Des centaines d’autochtones et d’allochtones se sont amassés devant la basilique de Sainte-Anne-de-Beaupré pour assister à une messe papale historique. Entre rires et larmes, les membres des Premières Nations présents se disent prêts à pardonner l’Église, mais se souviennent de leurs maux. Certains ont accepté de partager leurs réactions face aux excuses du pape à Métro.
La journée est particulièrement émotive pour une ancienne pensionnaire, Mamiamskum. Accompagnée de son mari, elle se remémore douloureusement les quelques années passées dans différents pensionnats, qu’elle a été forcée de fréquenter dès l’âge de 4 ans.
C’était horrible. Les professeurs nous donnaient des coups de bâtons, de clefs. La nourriture était immonde, on nous forçait à nous couper les cheveux très courts.
Mamiamskum
Lorsque ses parents ont réussi à l’extirper de cette horreur, Mamiamskum ne parlait plus sa langue maternelle: on l’avait forcé à l’oublier, en lui apprenant le français. «Je ne pouvais plus parler à mes parents. Je me rappelle bien qu’ils pleuraient», se rappelle-t-elle.
De meilleurs jours
Mais Mamiamskum ne baigne pas dans la rancune, bien au contraire. «Je suis tellement contente de voir tout le monde réuni, et surtout de voir le pape prendre le temps de s’excuser à nous. Je pense qu’il est honnête.»
Elle et son mari, Pierre Dominique, sont croyants. Ce dernier a assisté au passage du pape Jean Paul II au Québec, en 1984. «Si on veut être pardonné, il faut pardonner, considère M. Dominique, natif de Schefferville, à près de 1000 km de Québec. Je crois aux excuses et au pardon de l’Église.»
En mémoire
Carrie Dedam a franchi les huit heures de route qui séparent son Nouveau-Brunswick natal de Sainte-Anne-de-Beaupré. Assister à la messe représentait un devoir pour elle. Elle l’a fait en hommage à un ami de la famille, pensionnaire à Shubenacadie, en Nouvelle-Écosse, de ses 4 à 16 ans. «Il a été dans les pensionnats tellement longtemps qu’il en a perdu sa langue, sa culture. Il n’a jamais été capable de réintégrer sa communauté», raconte Mme Dedam, également issue des Premières Nations, avec émotions.
Mme Dedam a choisi de venir avec le portrait de son ami, décédé il y a six ans. «Je suis certaine qu’il aurait voulu être ici, pour être en paix avec son passé», estime-t-elle.
Somme toute, elle est satisfaite des excuses prononcées par le pape.

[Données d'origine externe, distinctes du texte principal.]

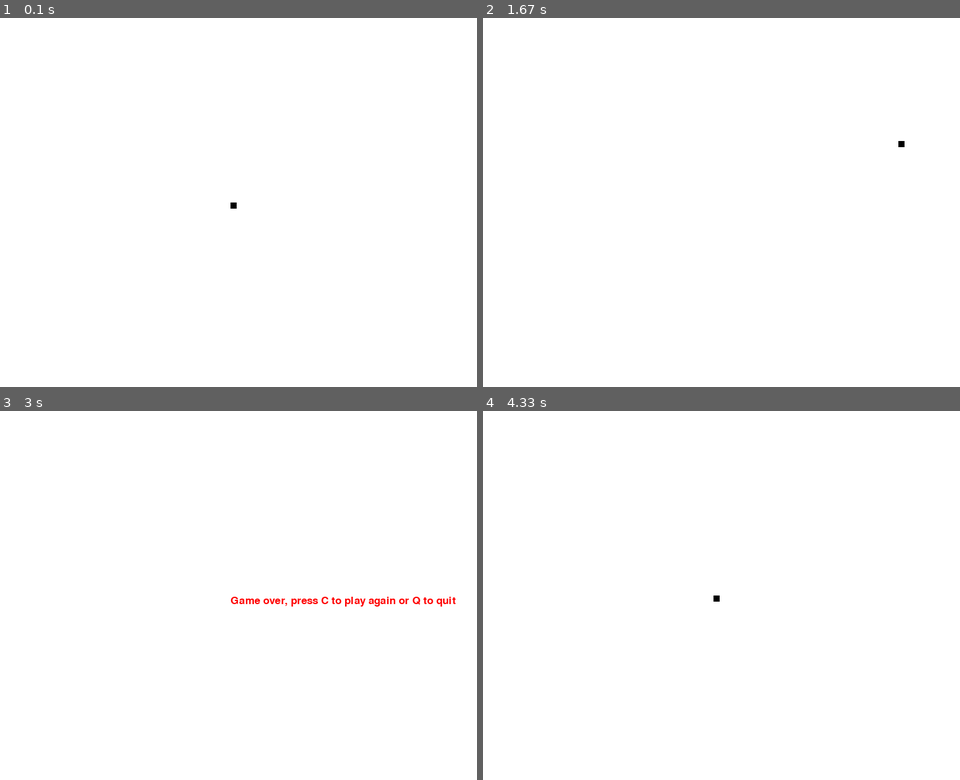
Above: before the commit, frames 1-4 (two rows, left to right).
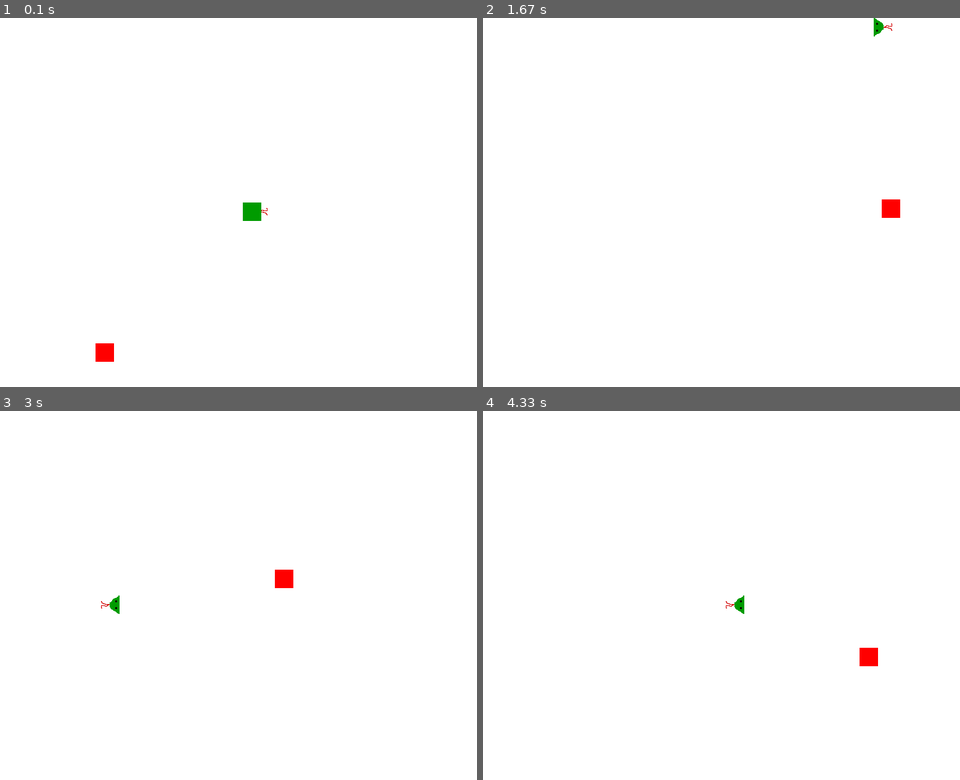
Above: after the commit, the same moments.

Repository: pragati4721/LearningPygame
Game: pygame game, started from a.py
Same seed, same stepped clock (60 frames per second), same inputs: the game is played once before the commit and once after it.
Inputs:
- Up to frame 1 (0.1 s): no input
- Up to frame 2 (1.67 s): hold Right 0.33-0.8 s; tap C at 0.83 s; hold Up 1.17-1.47 s; hold Right from 1.5 s (still down)
- Up to frame 3 (3 s): release Right at 1.97 s; hold C 2-2.53 s; hold Left from 2.57 s (still down)
- Up to frame 4 (4.33 s): release Left at 3.1 s; hold Down 3.13-3.43 s; hold Left 3.47-3.87 s; tap C at 4.3 s

The runs differ from the first frame. In frame 1, 0.4% of the frame differs, in the area x 20-57%, y 50-94%; in frame 2, 0.3%; in frame 3, 0.7%, in the area x 21-96%, y 43-55%; in frame 4, 0.3%.

Commit message:
upto 30 tutorial

Diff:
--- a/a.py
+++ b/a.py
@@ -1,74 +1,128 @@
 import pygame# importing the library
 import time
+import random
 pygame.init()#initialising the pygame
-
 white = (255,255,255)
 black = (0,0,0)
 red = (255,0,0)
+green = (0,155,0)
 display_width = 800
 display_height = 600
 gameDisplay = pygame.display.set_mode((display_width,display_height))#setting display size to 800*600
 pygame.display.set_caption('Slither')#setting title
-
-
-
+img = pygame.image.load('snake.png')
 clock = pygame.time.Clock()
-block_size = 10
+block_size = 30
 fps = 30
+direction = "right"
 font = pygame.font.SysFont(None,25)
+def snake(block_size,snakeList):
+    if direction == "right":
+        head = pygame.transform.rotate(img,270)
+    if direction == "left":
+        head = pygame.transform.rotate(img,90)
+    if direction == "up":
+        head = img
+    if direction == "down":
+        head = pygame.transform.rotate(img,180)
+    gameDisplay.blit(head,(snakeList[-1][0],snakeList[-1][1]))
+    for XnY in snakeList[:-1]:
+        pygame.draw.rect(gameDisplay,green,[XnY[0],XnY[1],block_size,block_size])
+def text_objects(text,color):
+    textSurface = font.render(text,True,color)
+    return textSurface,textSurface.get_rect()
 def message_to_screen(msg,color):
-    screen_text = font.render(msg,True,color)
-    gameDisplay.blit(screen_text,[display_width/2,display_height/2])
+    textSurf,textRect = text_objects(msg,color)
+    #screen_text = font.render(msg,True,color)
+    #gameDisplay.blit(screen_text,[display_width/2,display_height/2])
+    textRect.center = (display_width/2),(display_height/2)
+    gameDisplay.blit(textSurf,textRect)
 def gameLoop():
+    global direction
     gameExit = False
     gameOver = False
     lead_x = display_width/2
     lead_y = display_height/2
-    lead_x_change = 0
+    lead_x_change = 10
     lead_y_change = 0
+    snakeList = []
+    snakeLength = 1
+    randAppleX = round(random.randrange(0,display_width-block_size))#/10.0)*10.0
+    randAppleY = round(random.randrange(0,display_height - block_size))#/10.0)*10.0
     while not gameExit:
         while gameOver == True:
             gameDisplay.fill(white)
             message_to_screen("Game over, press C to play again or Q to quit",red)
             pygame.display.update()
             for event in pygame.event.get():
+                if event.type == pygame.QUIT:
+
+                    gameOver = False
+                    gameExit = True
                 if event.type == pygame.KEYDOWN:
                     if event.key == pygame.K_q:
                         gameExit = True
                         gameOver = False
                     if event.key == pygame.K_c:
                         gameLoop()
-
         for event in pygame.event.get():
             #print event
             if event.type == pygame.QUIT:
                 gameOver = True
             if event.type == pygame.KEYDOWN:
                 if event.key == pygame.K_LEFT:
+                    direction = "left"
                     lead_x_change = -block_size
                     lead_y_change = 0
                 elif event.key == pygame.K_RIGHT:
+                    direction = "right"
                     lead_x_change = block_size
                     lead_y_change = 0
                 elif event.key == pygame.K_UP:
+                    direction = "up"
                     lead_y_change = -block_size
                     lead_x_change = 0
                 elif event.key == pygame.K_DOWN:
+                    direction = "down"
                     lead_y_change = block_size
                     lead_x_change = 0
         if lead_x>=display_width or lead_x<0 or lead_y >=display_height or lead_y<0:
             gameOver = True
-
             #if event.type == pygame.KEYUP:
             #    if event.key == pygame.K_LEFT or event.key == pygame.K_RIGHT:
             #       lead_x_change = 0
         lead_x += lead_x_change
         lead_y += lead_y_change
         gameDisplay.fill(white)
-        pygame.draw.rect(gameDisplay,black,[lead_x,lead_y,block_size,block_size])
+        appleThickness = 30
+        pygame.draw.rect(gameDisplay,red,[randAppleX,randAppleY,appleThickness,appleThickness])
+
+        snakeHead = []
+        snakeHead.append(lead_x)
+        snakeHead.append(lead_y)
+        snakeList.append(snakeHead)
+        if len(snakeList)>snakeLength:
+            del snakeList[0]
+        for eachSegment in snakeList[:-1]:
+            if eachSegment== snakeHead:
+                gameOver = True
+        snake(block_size,snakeList)
         #pygame.draw.rect(gameDisplay,red,[400,300,10,10])
         #gameDisplay.fill(red,rect = [200,200,50,50])
         pygame.display.update()
+        # if lead_x >= randAppleX and lead_x <= randAppleX+appleThickness:
+        #     if lead_y >= randAppleY and lead_y <= randAppleY+appleThickness:
+        #
+        if lead_x > randAppleX and lead_x < randAppleX + appleThickness or lead_x + block_size > randAppleX and lead_x + block_size < randAppleX + appleThickness:
+            #print "xcrpp"
+            if lead_y > randAppleY and lead_y < randAppleY +appleThickness:
+                randAppleX = round(random.randrange(0,display_width-block_size))#/10.0)*10.0
+                randAppleY = round(random.randrange(0,display_height - block_size))#/10.0)*10.0
+                snakeLength+=1
+            elif lead_y + block_size > randAppleY and lead_y + block_size < randAppleY + appleThickness:
+                randAppleX = round(random.randrange(0,display_width-block_size))#/10.0)*10.0
+                randAppleY = round(random.randrange(0,display_height - block_size))#/10.0)*10.0
+                snakeLength+=1
         clock.tick(fps)
     pygame.quit()#quitting the pygame
     quit()#quitting terminal
Binary file added: snake.png

Je trouve ça bien, même si ce n’est pas assez. Je trouve ça regrettable qu’il ne fasse pas mention des violences sexuelles imposées aux pensionnaires, c’est pourtant très important.
Carrie Dedam
Vent de jeunesse
La messe historique attire des spectateurs de tous les âges. Jeremiah Savoie, 14 ans, a insisté pour parcourir sept heures de route avec ses grands-parents pour assister à l’événement.
Certains membres de sa famille ont vécu des horreurs dans les pensionnats, raconte-t-il. «On me raconte des histoires de gens frappés, tenus dans des cages, forcés à se mettre la main sur le poêle, partage-t-il. Rien ne pourra pardonner ce qui s’est passé: des enfants sont morts quand même».
Pour lui, la présence du pape s’avère tout de même un bon pas vers la réconciliation.
Le pardon est important pour nous, parce qu’on nous a souvent dit qu’on était rien. Qu’on n’était pas comme les autres humains. Un jour, j’aimerais qu’on comprenne qu’on est seulement des personnes normales.
Jeremiah Savoie
Les membres des Premières Nations et des pèlerins se sont rassemblés devant la basilique de Sainte-Anne-de-Beaupré dès 5h30. Environ 10 000 places étaient disponibles, mais seulement 1600 à l’intérieur. La majorité d’entre elles étaient réservées aux membres des Premières Nations.
Des centaines de policiers de la Sûreté du Québec ont été déployés pour l’occasion, ainsi que de nombreux agents de la Gendarmerie royale du Canada (GRC).